Our company is laser focused on B2B customer experience because it is at the heart of nearly everything we do. Not only do we continue to pioneer the leading edge of customer experience training, we embrace a model of continuous improvement for delivering and nurturing unparalleled customer experience to each of the organizations we partner with.
Here is our expanded view of the definition of customer experience that includes two key hallmarks of our training work, a focus on relationships and a focus on your future:
Definition of Next-Level B2B Customer Experience | Global Partners Training
B2B Customer Experience — The overall relationship that a customer has with your organization, built upon the sum of all of your interactions with that customer and including an awareness by the customer that you are committed to understanding their most important business objectives and focused on contributing to their current and future success.
Why Prioritizing Customer Experience Is So Essential Today
Let’s start with the basics. It doesn’t take a Harvard MBA to understand that engendering overwhelming positive customer experience:
- Improves customer retention
- Improves customer satisfaction
- Improves potential for upselling and cross-selling
- Improves the likelihood of building new business through positive word of mouth
A quick look some revealing statistics validate the idea that customer experience is more important than ever. For example digital marketing giant HubSpot reports that:
- More than 80% of companies who prioritize customer experience are reporting an increase in revenue.

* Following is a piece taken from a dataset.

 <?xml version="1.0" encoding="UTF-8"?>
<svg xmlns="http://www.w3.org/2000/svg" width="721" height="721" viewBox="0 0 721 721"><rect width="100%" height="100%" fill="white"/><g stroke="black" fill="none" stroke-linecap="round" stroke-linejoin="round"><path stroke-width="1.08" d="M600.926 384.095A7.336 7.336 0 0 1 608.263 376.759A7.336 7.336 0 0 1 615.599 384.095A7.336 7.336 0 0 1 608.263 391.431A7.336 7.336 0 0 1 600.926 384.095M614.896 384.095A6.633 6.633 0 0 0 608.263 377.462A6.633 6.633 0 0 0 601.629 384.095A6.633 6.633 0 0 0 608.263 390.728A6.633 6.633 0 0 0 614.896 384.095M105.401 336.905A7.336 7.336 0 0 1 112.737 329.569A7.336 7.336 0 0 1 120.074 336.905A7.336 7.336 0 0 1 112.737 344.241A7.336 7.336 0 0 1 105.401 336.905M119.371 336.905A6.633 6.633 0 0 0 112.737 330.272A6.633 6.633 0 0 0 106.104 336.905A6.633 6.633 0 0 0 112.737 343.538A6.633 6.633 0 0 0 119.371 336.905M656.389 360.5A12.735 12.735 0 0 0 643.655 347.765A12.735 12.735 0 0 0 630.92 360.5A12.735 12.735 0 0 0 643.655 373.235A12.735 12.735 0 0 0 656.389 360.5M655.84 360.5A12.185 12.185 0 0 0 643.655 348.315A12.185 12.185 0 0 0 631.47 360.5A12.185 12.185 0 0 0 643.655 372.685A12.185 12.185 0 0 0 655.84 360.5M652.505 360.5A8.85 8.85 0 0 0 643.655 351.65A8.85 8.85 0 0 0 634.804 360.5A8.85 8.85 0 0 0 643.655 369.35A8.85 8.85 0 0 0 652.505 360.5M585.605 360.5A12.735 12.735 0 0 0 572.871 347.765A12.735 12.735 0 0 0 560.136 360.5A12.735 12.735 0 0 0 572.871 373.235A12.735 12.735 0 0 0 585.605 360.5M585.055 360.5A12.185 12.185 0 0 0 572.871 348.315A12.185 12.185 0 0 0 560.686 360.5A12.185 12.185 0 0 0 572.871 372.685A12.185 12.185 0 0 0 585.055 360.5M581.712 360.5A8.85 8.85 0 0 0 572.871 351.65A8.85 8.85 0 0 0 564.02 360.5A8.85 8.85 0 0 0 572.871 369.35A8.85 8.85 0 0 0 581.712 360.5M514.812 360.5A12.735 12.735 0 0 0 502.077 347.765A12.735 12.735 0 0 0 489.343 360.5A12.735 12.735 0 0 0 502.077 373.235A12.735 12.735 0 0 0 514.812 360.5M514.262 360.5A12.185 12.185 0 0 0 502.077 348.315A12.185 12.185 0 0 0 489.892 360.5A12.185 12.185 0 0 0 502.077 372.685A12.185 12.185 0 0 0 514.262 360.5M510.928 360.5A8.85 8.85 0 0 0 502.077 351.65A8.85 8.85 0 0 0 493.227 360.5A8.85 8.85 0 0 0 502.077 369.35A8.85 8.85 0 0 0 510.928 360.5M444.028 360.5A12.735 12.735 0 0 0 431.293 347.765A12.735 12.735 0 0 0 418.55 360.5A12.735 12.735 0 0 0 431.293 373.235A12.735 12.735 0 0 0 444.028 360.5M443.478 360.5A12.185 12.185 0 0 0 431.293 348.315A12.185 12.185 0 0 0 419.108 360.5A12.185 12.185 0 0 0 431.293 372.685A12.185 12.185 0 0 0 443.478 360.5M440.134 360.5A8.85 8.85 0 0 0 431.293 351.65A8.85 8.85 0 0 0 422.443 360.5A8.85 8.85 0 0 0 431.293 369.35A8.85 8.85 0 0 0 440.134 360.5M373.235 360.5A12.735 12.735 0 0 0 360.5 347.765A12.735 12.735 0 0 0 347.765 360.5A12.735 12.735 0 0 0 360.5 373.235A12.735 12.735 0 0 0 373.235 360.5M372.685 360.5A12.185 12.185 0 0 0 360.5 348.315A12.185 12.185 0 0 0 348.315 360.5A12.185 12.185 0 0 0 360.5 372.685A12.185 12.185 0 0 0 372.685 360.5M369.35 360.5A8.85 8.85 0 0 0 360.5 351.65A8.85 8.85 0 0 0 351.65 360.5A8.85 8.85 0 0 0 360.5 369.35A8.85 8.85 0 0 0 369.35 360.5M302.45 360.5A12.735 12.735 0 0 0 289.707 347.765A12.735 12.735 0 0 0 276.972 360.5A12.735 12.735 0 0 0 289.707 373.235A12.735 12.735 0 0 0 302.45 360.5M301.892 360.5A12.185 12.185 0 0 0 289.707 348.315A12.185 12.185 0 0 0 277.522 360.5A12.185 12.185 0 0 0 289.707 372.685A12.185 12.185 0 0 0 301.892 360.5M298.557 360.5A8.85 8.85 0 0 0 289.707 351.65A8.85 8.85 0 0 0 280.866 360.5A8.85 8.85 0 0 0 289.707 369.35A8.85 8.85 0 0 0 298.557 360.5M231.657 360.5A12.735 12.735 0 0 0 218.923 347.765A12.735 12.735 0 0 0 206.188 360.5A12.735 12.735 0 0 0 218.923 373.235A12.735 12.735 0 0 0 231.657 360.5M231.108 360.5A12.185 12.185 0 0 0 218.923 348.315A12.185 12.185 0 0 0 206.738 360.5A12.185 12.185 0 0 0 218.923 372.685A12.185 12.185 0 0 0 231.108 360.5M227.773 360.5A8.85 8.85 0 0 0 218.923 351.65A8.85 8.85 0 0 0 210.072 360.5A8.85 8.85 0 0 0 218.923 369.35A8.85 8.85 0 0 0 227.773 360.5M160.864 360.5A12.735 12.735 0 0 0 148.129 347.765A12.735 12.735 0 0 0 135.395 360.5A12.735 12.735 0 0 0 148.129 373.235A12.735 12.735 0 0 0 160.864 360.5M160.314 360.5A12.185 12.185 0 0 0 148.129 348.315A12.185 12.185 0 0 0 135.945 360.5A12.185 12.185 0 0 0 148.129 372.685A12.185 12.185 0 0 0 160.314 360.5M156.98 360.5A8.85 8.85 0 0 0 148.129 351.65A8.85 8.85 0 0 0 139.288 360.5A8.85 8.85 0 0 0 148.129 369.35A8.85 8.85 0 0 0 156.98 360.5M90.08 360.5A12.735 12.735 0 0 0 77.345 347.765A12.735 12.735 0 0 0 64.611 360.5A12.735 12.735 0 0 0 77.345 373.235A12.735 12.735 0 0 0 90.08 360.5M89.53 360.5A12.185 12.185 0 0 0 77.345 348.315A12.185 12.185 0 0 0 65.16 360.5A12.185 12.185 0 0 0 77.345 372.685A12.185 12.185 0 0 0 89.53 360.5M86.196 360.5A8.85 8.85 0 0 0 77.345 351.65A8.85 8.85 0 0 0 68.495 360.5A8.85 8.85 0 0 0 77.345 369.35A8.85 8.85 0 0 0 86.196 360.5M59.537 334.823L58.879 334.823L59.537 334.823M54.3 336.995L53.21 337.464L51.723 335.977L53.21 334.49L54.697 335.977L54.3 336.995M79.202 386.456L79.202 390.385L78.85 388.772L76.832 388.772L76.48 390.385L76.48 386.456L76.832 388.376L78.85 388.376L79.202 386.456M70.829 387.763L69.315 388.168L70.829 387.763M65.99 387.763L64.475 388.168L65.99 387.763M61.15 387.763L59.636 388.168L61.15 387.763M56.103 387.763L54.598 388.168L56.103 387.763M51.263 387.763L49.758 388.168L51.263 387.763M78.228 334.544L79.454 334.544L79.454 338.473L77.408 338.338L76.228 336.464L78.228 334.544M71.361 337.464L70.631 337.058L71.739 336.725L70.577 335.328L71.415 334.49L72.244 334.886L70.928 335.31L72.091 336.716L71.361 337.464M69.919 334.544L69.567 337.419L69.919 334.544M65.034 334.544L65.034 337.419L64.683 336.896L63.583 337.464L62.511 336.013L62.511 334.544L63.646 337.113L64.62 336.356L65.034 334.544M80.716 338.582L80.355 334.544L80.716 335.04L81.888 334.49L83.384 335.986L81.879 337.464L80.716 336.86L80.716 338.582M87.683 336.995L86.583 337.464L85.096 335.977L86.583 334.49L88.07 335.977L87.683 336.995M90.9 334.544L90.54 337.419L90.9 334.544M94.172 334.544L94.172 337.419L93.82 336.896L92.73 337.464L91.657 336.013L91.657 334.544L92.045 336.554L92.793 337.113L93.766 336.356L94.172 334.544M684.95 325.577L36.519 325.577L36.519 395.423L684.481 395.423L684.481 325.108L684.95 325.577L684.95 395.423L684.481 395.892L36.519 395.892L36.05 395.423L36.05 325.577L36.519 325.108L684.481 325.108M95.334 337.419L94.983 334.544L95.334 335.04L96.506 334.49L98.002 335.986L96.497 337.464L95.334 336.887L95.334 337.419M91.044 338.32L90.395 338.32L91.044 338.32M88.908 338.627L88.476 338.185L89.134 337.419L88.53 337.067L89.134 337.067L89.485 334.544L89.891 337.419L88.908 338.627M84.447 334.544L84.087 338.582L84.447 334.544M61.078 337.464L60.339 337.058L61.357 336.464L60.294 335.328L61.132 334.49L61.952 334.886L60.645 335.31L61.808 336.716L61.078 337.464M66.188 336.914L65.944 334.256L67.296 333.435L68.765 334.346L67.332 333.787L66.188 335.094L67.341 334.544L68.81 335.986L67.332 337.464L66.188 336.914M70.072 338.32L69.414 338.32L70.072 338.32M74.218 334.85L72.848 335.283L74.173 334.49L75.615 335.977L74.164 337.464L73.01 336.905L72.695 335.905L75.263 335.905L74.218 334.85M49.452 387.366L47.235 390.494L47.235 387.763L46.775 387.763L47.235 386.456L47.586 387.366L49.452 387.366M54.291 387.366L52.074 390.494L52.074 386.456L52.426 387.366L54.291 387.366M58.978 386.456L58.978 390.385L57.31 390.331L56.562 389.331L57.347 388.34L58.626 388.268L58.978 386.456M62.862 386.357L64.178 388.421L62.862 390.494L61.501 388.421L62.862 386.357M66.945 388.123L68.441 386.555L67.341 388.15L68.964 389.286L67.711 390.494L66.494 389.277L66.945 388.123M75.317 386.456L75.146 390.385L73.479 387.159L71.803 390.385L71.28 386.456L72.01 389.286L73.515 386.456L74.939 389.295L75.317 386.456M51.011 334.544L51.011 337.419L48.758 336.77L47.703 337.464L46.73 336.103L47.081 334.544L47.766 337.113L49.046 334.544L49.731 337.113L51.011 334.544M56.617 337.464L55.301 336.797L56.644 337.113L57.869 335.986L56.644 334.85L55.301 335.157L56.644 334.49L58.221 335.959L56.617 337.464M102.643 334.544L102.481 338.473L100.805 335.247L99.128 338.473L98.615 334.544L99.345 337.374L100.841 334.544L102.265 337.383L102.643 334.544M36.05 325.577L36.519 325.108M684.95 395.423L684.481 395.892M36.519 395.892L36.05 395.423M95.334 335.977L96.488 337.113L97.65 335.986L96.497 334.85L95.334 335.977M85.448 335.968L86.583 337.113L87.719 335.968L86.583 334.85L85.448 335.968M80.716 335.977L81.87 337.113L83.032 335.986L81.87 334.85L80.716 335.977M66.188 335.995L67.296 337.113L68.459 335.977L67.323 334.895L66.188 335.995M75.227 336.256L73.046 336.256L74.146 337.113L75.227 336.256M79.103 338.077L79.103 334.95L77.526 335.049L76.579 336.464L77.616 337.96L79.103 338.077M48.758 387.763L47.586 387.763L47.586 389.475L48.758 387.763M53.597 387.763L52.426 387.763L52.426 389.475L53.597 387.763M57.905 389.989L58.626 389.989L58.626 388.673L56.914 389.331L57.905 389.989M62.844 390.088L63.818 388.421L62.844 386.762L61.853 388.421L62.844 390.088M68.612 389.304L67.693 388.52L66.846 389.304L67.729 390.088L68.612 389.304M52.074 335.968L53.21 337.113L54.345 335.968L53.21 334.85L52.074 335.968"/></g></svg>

- 76% of customers expect companies to understand their needs.
- Customers will spend 17% more for a good experience.
- Customer-centric companies are 60% more profitable than companies that aren’t.
- $1.6 trillion is lost each year due to poor customer service.
Prioritizing next-level B2B customer experience offers countless benefits to nearly all companies today. Perhaps most significantly, it builds a foundation to work with your most important customers to reimagine the business relationship by agreeing upon goals that are win-win for both parties.
Related article: 4 Key Trends for Service and Support Organizations
Key Elements of Building Positive B2B Customer Experience
Creating the next-level B2B customer experience that is at the heart of transforming the typical provider-customer connection into a long-term, win-win relationship requires focused effort and cultural change, especially on the part of the product/services provider — change that involves an ongoing commitment to better understanding each customer’s Big Picture.
Our experience has shown that the best way to bring about this type of cultural shift is through in-depth customer experience training that emphasizes the following points and enhances the ability of key employees to develop deeper connections with customers.
Importance of understanding customer pain points
Helping customers solve challenging pain points is high on the list of things that generate positive customer experience. But this goes well beyond simply fixing something that’s broken. And truly understanding a customer’s most significant pain points is easier said than done.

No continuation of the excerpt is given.